*** RECORDS FOR THE EXERCISE Section Begins ***

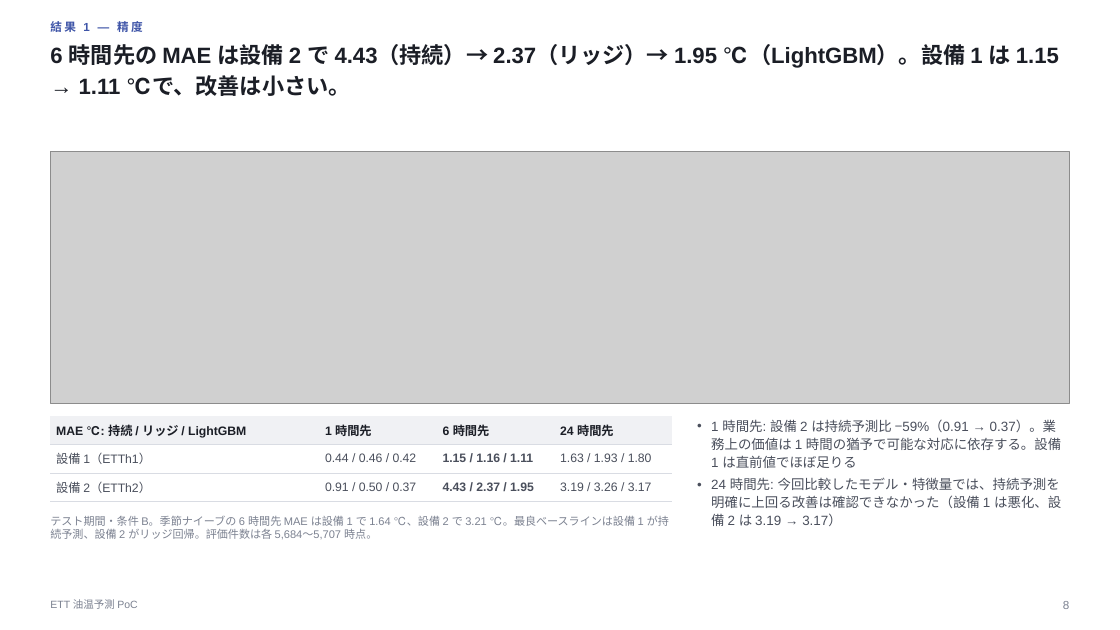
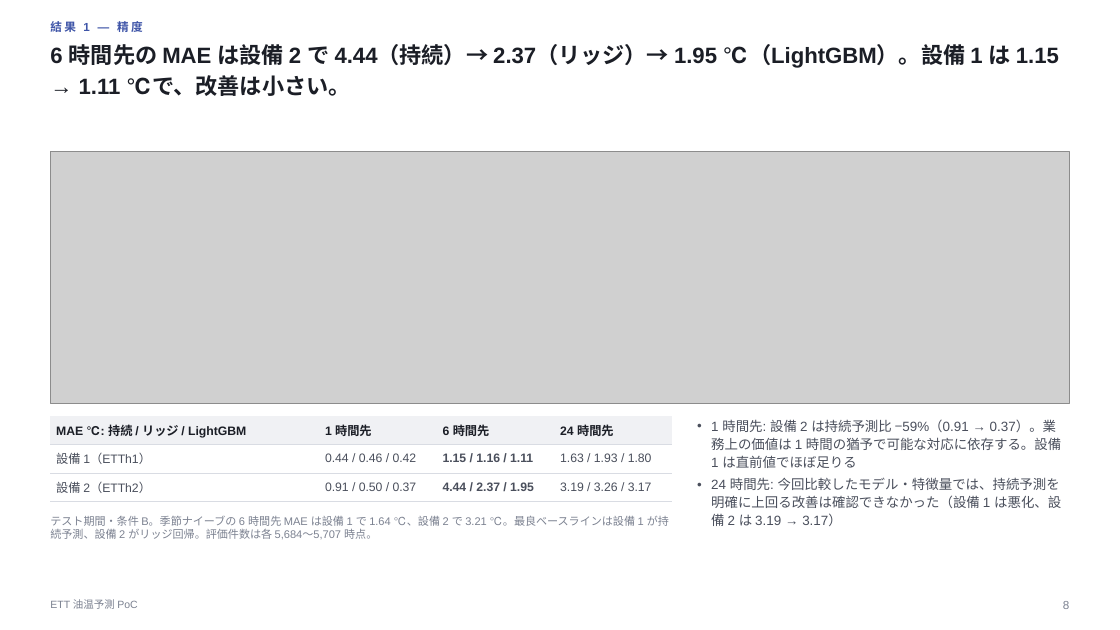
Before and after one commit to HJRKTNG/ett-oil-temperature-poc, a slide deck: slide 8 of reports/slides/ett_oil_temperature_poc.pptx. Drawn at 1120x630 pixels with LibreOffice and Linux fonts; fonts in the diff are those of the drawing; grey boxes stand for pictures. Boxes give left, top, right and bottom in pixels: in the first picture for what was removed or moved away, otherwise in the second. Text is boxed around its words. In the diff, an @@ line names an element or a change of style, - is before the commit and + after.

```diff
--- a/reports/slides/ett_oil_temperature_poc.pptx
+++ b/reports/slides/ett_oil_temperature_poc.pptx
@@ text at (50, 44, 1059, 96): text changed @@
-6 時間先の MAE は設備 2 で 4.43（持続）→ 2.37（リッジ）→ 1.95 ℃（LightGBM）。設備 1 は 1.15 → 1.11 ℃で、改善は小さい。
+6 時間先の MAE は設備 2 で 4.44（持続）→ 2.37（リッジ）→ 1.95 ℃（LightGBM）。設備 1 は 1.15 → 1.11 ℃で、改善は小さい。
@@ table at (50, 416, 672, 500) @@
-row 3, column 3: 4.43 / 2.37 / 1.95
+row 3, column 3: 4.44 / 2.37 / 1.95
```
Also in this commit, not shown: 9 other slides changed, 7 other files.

*** RECORDS FOR THE EXERCISE Section Ends ***

Give back the records above exactly, with no pictures.

RESPONSE AREA
Before and after one commit to HJRKTNG/ett-oil-temperature-poc, a slide deck: slide 8 of reports/slides/ett_oil_temperature_poc.pptx. Drawn at 1120x630 pixels with LibreOffice and Linux fonts; fonts in the diff are those of the drawing; grey boxes stand for pictures. Boxes give left, top, right and bottom in pixels: in the first picture for what was removed or moved away, otherwise in the second. Text is boxed around its words. In the diff, an @@ line names an element or a change of style, - is before the commit and + after.

```diff
--- a/reports/slides/ett_oil_temperature_poc.pptx
+++ b/reports/slides/ett_oil_temperature_poc.pptx
@@ text at (50, 44, 1059, 96): text changed @@
-6 時間先の MAE は設備 2 で 4.43（持続）→ 2.37（リッジ）→ 1.95 ℃（LightGBM）。設備 1 は 1.15 → 1.11 ℃で、改善は小さい。
+6 時間先の MAE は設備 2 で 4.44（持続）→ 2.37（リッジ）→ 1.95 ℃（LightGBM）。設備 1 は 1.15 → 1.11 ℃で、改善は小さい。
@@ table at (50, 416, 672, 500) @@
-row 3, column 3: 4.43 / 2.37 / 1.95
+row 3, column 3: 4.44 / 2.37 / 1.95
```
Also in this commit, not shown: 9 other slides changed, 7 other files.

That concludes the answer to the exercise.